The long-term trend toward contingent faculty appointments has continued: federal data from 2009 confirm that graduate student employees and faculty members serving in contingent appointments now make up more than 75 percent of the total instructional staff. Even in the two years between 2007 and 2009, the growth in full-time nontenure-track and part-time faculty positions outstripped the increase in tenure-line positions. Detailed analysis of AAUP data for the recessionary period, from 2007–08 to 2010–11, shows a particular pattern in full-time appointments: the total number of faculty members grew, but most of the new appointments were in non-tenure-track positions.
Growing inequality in salary remains a problem. The recession’s impact on full-time faculty salaries has exacerbated long-term trends in the salary disadvantage for faculty members in public institutions. Disciplinary differences in full-time faculty salaries, including instances of salary inversion and compression, have also grown.
Perhaps the most striking salary inequality emerges from the data on presidential salaries. During this recessionary period, the average salary increase for presidents was twice the average faculty salary increase at public institutions and nearly three times the faculty salary increase at private institutions. Such a disproportionate increase in compensation for a single individual is an indication of misplaced institutional priorities— especially when faculty members and other higher education employees have been faced with involuntary unpaid furloughs, hiring and salary freezes, and cuts to benefits.

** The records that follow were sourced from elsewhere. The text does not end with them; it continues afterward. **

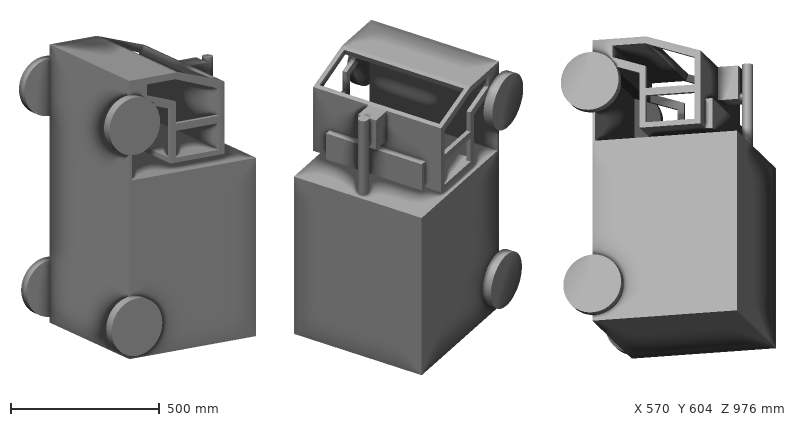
import cadquery as cq

body_width = 502.0
body_depth = 503.0
body_height = 626.0
total_height = 976.0
front_sheet_thickness = 10.0

wheel_radius = 101.0
wheel_thickness = 34.0
lower_wheel_center = (9.0, 120.0)
upper_wheel_center = (0.0, 826.0)

cab_rear = 377.0
cab_bottom = 660.0
cab_rear_top = 913.5
roof_bend = 186.0
cab_front = 164.0
brow_start_height = 851.0
brow_slope = 0.34

side_wall = 16.0
post_width = 21.0
cab_floor_thickness = 18.0
roof_thickness = 23.0
roof_bend_inside = 182.5
brow_depth = 70.0
brow_bar_height = 29.0
interior_rear_top = 892.0
rail_bottom = 771.0
rail_top = 796.0
roof_opening_margin = 16.0
roof_opening_depth = 28.0

step_width = 376.0
step_depth = 23.0
step_height = 103.0
step_center_x = -2.0
muffler_width = 70.0
muffler_depth = 70.0
muffler_bottom = 797.0
exhaust_center_x = -3.0

stack_radius = 19.0
stack_center_y = 470.0
stack_bottom = 629.0
stack_top = 923.0
stub_radius = 14.0
stub_center_z = 812.0

muffler_rear = cab_rear + muffler_depth
interior_rear = cab_rear - post_width
interior_front = cab_front + post_width
interior_floor = cab_bottom + cab_floor_thickness
interior_width = body_width - 2 * side_wall
roof_rise = total_height - cab_rear_top
roof_run = cab_rear - roof_bend


def box_between(width, y_range, z_range, center_x=0.0):
    """Box of a given width between two Y values and two Z values."""
    depth = y_range[1] - y_range[0]
    height = z_range[1] - z_range[0]
    corner = (center_x - width / 2, y_range[0], z_range[0])
    return cq.Workplane("XY").box(width, depth, height, centered=False).translate(corner)


def extrude_profile(points, width):
    """Extrude a closed YZ outline symmetrically along X."""
    return cq.Workplane("YZ").polyline(points).close().extrude(width / 2, both=True)


def brow_underside(y):
    """Height of the sloping underside of the cab's front brow."""
    return brow_start_height + brow_slope * (cab_front - y)


def brow_topside(y):
    """Height of the upper edge of the sloping bar along the brow."""
    return brow_underside(y) + brow_bar_height


def make_chassis():
    chassis = box_between(body_width, (0, body_depth), (0, body_height))
    sheet = box_between(body_width, (0, front_sheet_thickness), (0, total_height))
    return chassis.union(sheet)


def make_cab_shell():
    return extrude_profile(
        [
            (0, total_height),
            (roof_bend, total_height),
            (cab_rear, cab_rear_top),
            (cab_rear, cab_bottom),
            (cab_front, cab_bottom),
            (cab_front, brow_start_height),
            (0, brow_underside(0)),
        ],
        body_width,
    )


def interior_outline(front, brow_edge):
    """Cab interior in the YZ plane, bounded by a given front Y and brow edge."""
    return [
        (brow_depth, total_height - roof_thickness),
        (roof_bend_inside, total_height - roof_thickness),
        (interior_rear, interior_rear_top),
        (interior_rear, interior_floor),
        (front, interior_floor),
        (front, brow_edge(front)),
        (brow_depth, brow_edge(brow_depth)),
    ]


def make_cab_cavity():
    """Interior space, open through the windscreen and the sloping brow below it."""
    return extrude_profile(interior_outline(cab_front, brow_underside), interior_width)


def make_side_windows():
    """Windows through both cab sides, split by a horizontal rail."""
    windows = extrude_profile(interior_outline(interior_front, brow_topside), body_width)
    rail = box_between(body_width, (interior_front, interior_rear), (rail_bottom, rail_top))
    return windows.cut(rail)


def make_roof_opening():
    """Opening in the sloping roof panel, cut square to its surface."""
    panel = cq.Plane(
        origin=(0, (cab_rear + roof_bend) / 2, (cab_rear_top + total_height) / 2),
        xDir=(1, 0, 0),
        normal=(0, roof_rise, roof_run),
    )
    panel_length = (roof_run**2 + roof_rise**2) ** 0.5
    opening_length = panel_length - 2 * roof_opening_margin
    opening_width = body_width - 2 * roof_opening_margin
    return cq.Workplane(panel).rect(opening_width, opening_length).extrude(-roof_opening_depth)


def make_rear_step():
    heights = (cab_bottom, cab_bottom + step_height)
    return box_between(step_width, (cab_rear, cab_rear + step_depth), heights, step_center_x)


def make_muffler():
    heights = (muffler_bottom, cab_rear_top)
    return box_between(muffler_width, (cab_rear, muffler_rear), heights, exhaust_center_x)


def make_wheel(side, center):
    """Wheel on the left (-1) or right (+1) flank."""
    flank = cq.Workplane("YZ").workplane(offset=side * body_width / 2)
    return flank.center(*center).circle(wheel_radius).extrude(side * wheel_thickness)


def make_truck():
    cab = make_cab_shell()
    cab = cab.cut(make_cab_cavity()).cut(make_side_windows()).cut(make_roof_opening())
    truck = make_chassis().union(cab).union(make_rear_step()).union(make_muffler())
    for side in (-1, 1):
        for center in (lower_wheel_center, upper_wheel_center):
            truck = truck.union(make_wheel(side, center))
    return truck


def make_exhaust_stack():
    """Vertical pipe carried by a short stub that butts against the muffler."""
    pipe = cq.Workplane("XY", origin=(exhaust_center_x, stack_center_y, stack_bottom))
    pipe = pipe.circle(stack_radius).extrude(stack_top - stack_bottom)
    stub = cq.Workplane("XZ", origin=(exhaust_center_x, muffler_rear, stub_center_z))
    stub = stub.circle(stub_radius).extrude(muffler_rear - stack_center_y)
    return pipe.union(stub)


truck = make_truck()
exhaust_stack = make_exhaust_stack()
result = cq.Compound.makeCompound([truck.val(), exhaust_stack.val()])

Even with the substantial impact of the recession already documented in this analysis, our forecast for the near future is not encouraging. States will continue to struggle with reduced revenue, and that means decreased state funding for the majority of all institutions that are in the public sector. At the same time, governors in a number of states have been using the fiscal crisis as a pretext for a broad attack on public-employee compensation. Instead of continuing a long-term disinvestment in higher education as part of this misguided attack, we must invest in higher education—and in the academic workers who make it an engine for innovation.